Start by standing underneath a chin-up bar, grasp the bar with an overhand grip slightly wider than shoulder-width apart. Hang from the bar with arms fully extended, legs crossed and slightly bent at the knees.

How to Exercise

Slowly lift yourself up by bending your elbows and pulling your chest towards the bar, keeping your core engaged.

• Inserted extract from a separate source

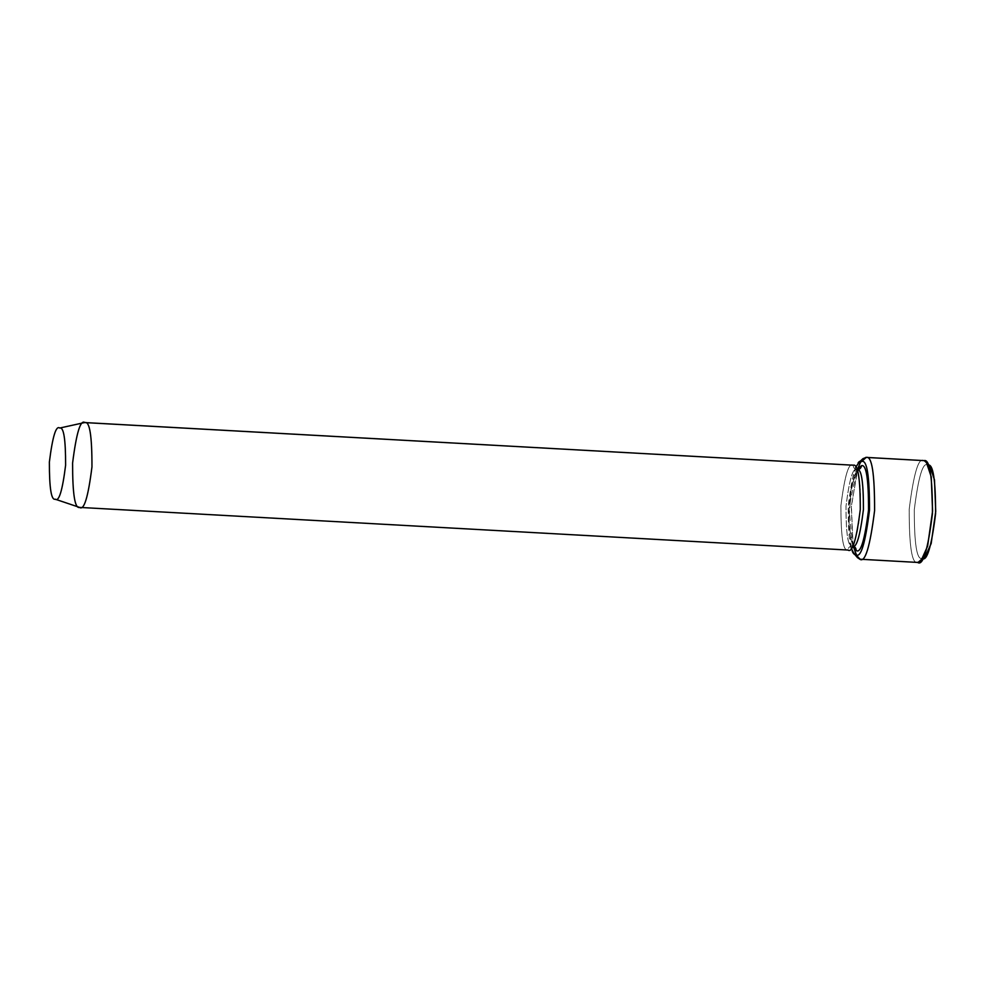 <?xml version="1.0" encoding="UTF-8"?>
<svg xmlns="http://www.w3.org/2000/svg" width="985" height="985" viewBox="0 0 985 985"><rect width="100%" height="100%" fill="white"/><g stroke="black" fill="none" stroke-linecap="round" stroke-linejoin="round"><path stroke-width="0.74" stroke-dasharray="4.92 3.69" d="M924.964 557.251L922.009 558.384C916.813 560.046 914.24 543.794 914.302 509.639C918.488 476.297 923.007 461.448 927.882 465.092C923.007 461.448 918.488 476.297 914.302 509.639C914.24 543.794 916.813 560.046 922.009 558.384L917.614 562.398C911.938 564.208 909.13 546.478 909.204 509.22C913.772 472.849 918.709 456.646 924.016 460.623L928.116 465.154M851.262 548.276L848.085 507.989L855.756 467.272M862.958 458.653L858.083 467.53L851.372 505.982L853.133 546.133L855.682 554.666M856.962 469.66L855.965 469.365L858.403 475.496C860.274 483.721 860.89 494.581 860.237 508.075C859.4 521.644 857.578 532.442 854.783 540.445L852.32 546.01C849.809 546.146 848.344 547.475 847.925 550.024C843.197 551.526 840.858 536.751 840.907 505.699C844.724 475.398 848.836 461.891 853.256 465.215C848.836 461.891 844.724 475.398 840.907 505.699C840.858 536.751 843.197 551.526 847.925 550.024L79.613 507.41L847.925 550.024C848.344 547.475 849.809 546.146 852.32 546.01C848.06 547.365 845.967 534.067 846.016 506.13C849.439 478.845 853.145 466.693 857.122 469.685C854.648 469.266 853.355 467.776 853.256 465.215C853.355 467.776 854.648 469.266 857.122 469.685C853.145 466.693 849.439 478.845 846.016 506.13C845.967 534.067 848.06 547.365 852.32 546.01L852.727 546.047M84.944 422.602C80.524 419.278 76.411 432.784 72.594 463.085C72.545 494.138 74.885 508.913 79.613 507.41M852.591 546.293L849.058 508.088L856.851 469.389L851.077 489.225L848.873 522.075L851.902 544.471L856.187 550.48M853.01 545.518L851.286 507.497L857.356 469.685M930 466.508L924.016 460.623C918.709 456.646 913.772 472.849 909.204 509.22C909.13 546.478 911.938 564.208 917.614 562.398L859.782 559.184L917.983 562.447M861.789 461.423C856.925 457.779 852.394 472.628 848.208 505.97C848.147 540.125 850.72 556.377 855.916 554.715M853.478 546.33L851.003 540.002C849.107 531.543 848.528 520.474 849.255 506.77C850.129 493.485 851.951 482.958 854.684 475.164L857.122 469.685M917.614 562.398L922.009 558.384"/><path stroke-width="1.48" d="M853.01 545.518L857.467 557.645L859.782 559.184L853.798 553.299L851.262 548.276M855.756 467.272L858.834 462.568L861.789 461.423L866.184 457.422L862.958 458.653L858.834 462.568M861.789 461.423C866.985 459.773 869.558 476.014 869.496 510.181C865.31 543.511 860.779 558.36 855.916 554.715C860.779 558.36 865.31 543.511 869.496 510.181C869.558 476.014 866.985 459.773 861.789 461.423L866.184 457.422C871.86 455.612 874.668 473.329 874.594 510.599C870.026 546.971 865.089 563.161 859.782 559.184L860.533 559.234L859.782 559.184C865.089 563.161 870.026 546.971 874.594 510.599C874.668 473.329 871.86 455.612 866.184 457.422L924.016 460.623L865.803 457.372L860.853 461.423L857.356 469.685M55.258 499.21L79.613 507.41C74.885 508.913 72.545 494.138 72.594 463.085C76.411 432.784 80.524 419.278 84.944 422.602L853.256 465.215L84.636 422.553L59.728 428.044C56.022 425.261 52.562 436.589 49.373 462.027C49.324 488.08 51.282 500.478 55.258 499.21L79.613 507.41L55.258 499.21C51.282 500.478 49.324 488.08 49.373 462.027C52.562 436.589 56.022 425.261 59.728 428.044C63.705 426.776 65.663 439.175 65.613 465.228C62.424 490.665 58.965 501.993 55.258 499.21C58.965 501.993 62.424 490.665 65.613 465.228C65.663 439.175 63.705 426.776 59.728 428.044M856.187 550.48C856.088 547.906 854.795 546.416 852.32 546.01C854.795 546.416 856.088 547.906 856.187 550.48C860.607 553.792 864.719 540.297 868.536 509.984C868.585 478.932 866.246 464.157 861.518 465.671L856.851 469.389L861.518 465.671C861.099 468.207 859.634 469.55 857.122 469.685C859.634 469.55 861.099 468.207 861.518 465.671C866.246 464.157 868.585 478.932 868.536 509.984C864.719 540.297 860.607 553.792 856.187 550.48L852.591 546.293M856.962 469.66L857.122 469.685C861.383 468.318 863.476 481.616 863.426 509.565C860.004 536.837 856.297 548.99 852.32 546.01C856.297 548.99 860.004 536.837 863.426 509.565C863.476 481.616 861.383 468.318 857.122 469.685L857.122 469.685M852.727 546.047L853.367 546.207M853.256 465.215C857.984 463.701 860.324 478.476 860.274 509.528C856.457 539.842 852.345 553.336 847.925 550.024C852.345 553.336 856.457 539.842 860.274 509.528C860.324 478.476 857.984 463.701 853.256 465.215L84.944 422.602C89.672 421.087 92.011 435.863 91.962 466.915C88.145 497.228 84.033 510.722 79.613 507.41C84.033 510.722 88.145 497.228 91.962 466.915C92.011 435.863 89.672 421.087 84.944 422.602M917.983 562.447L860.164 559.234L855.682 554.666M924.016 460.623L926.331 462.174L931.244 476.826L932.573 511.141L927.599 546.183L920.84 561.154L917.614 562.398C922.92 566.375 927.858 550.172 932.426 513.801C932.487 476.543 929.692 458.813 924.016 460.623L865.803 457.372M927.882 465.092C933.078 463.43 935.651 479.683 935.59 513.838C931.404 547.18 926.873 562.029 922.009 558.384L922.945 558.396M848.233 550.061L79.613 507.41M855.916 554.715L859.782 559.184M920.84 561.154L924.964 557.251L931.17 543.523L935.725 511.4L934.494 479.941L930 466.508L926.331 462.174M853.798 553.299L857.467 557.645M857.738 469.463L856.839 469.648"/></g></svg>

Once your chin is above the bar, hold for a second before slowly lowering yourself back down to the starting position in a controlled manner.

Breath Control

Inhale as you lower yourself down, exhale as you pull yourself up.

Common errors

Arching the back excessively, not fully extending the arms at the bottom of the movement, using momentum to complete the exercise.

Weights

Bodyweight or additional weight can be added using a weight belt or chain for increased resistance.

Grips

Overhand grip for this exercise.

Variations

Assisted chin-ups with a resistance band, weighted chin-ups, chin-ups with various grips (underhand, neutral, wide grip).

Comments and tips

Focus on engaging your back muscles throughout the movement and avoid swinging or using momentum to pull yourself up. Keep your core tight to maintain stability. If this exercise is too challenging, consider using resistance bands for assistance or doing negative chin-ups with a spotter.

Cautions

Avoid jerking movements or sudden drops, as this could lead to injury. Pay attention to your grip strength to prevent slipping off the bar.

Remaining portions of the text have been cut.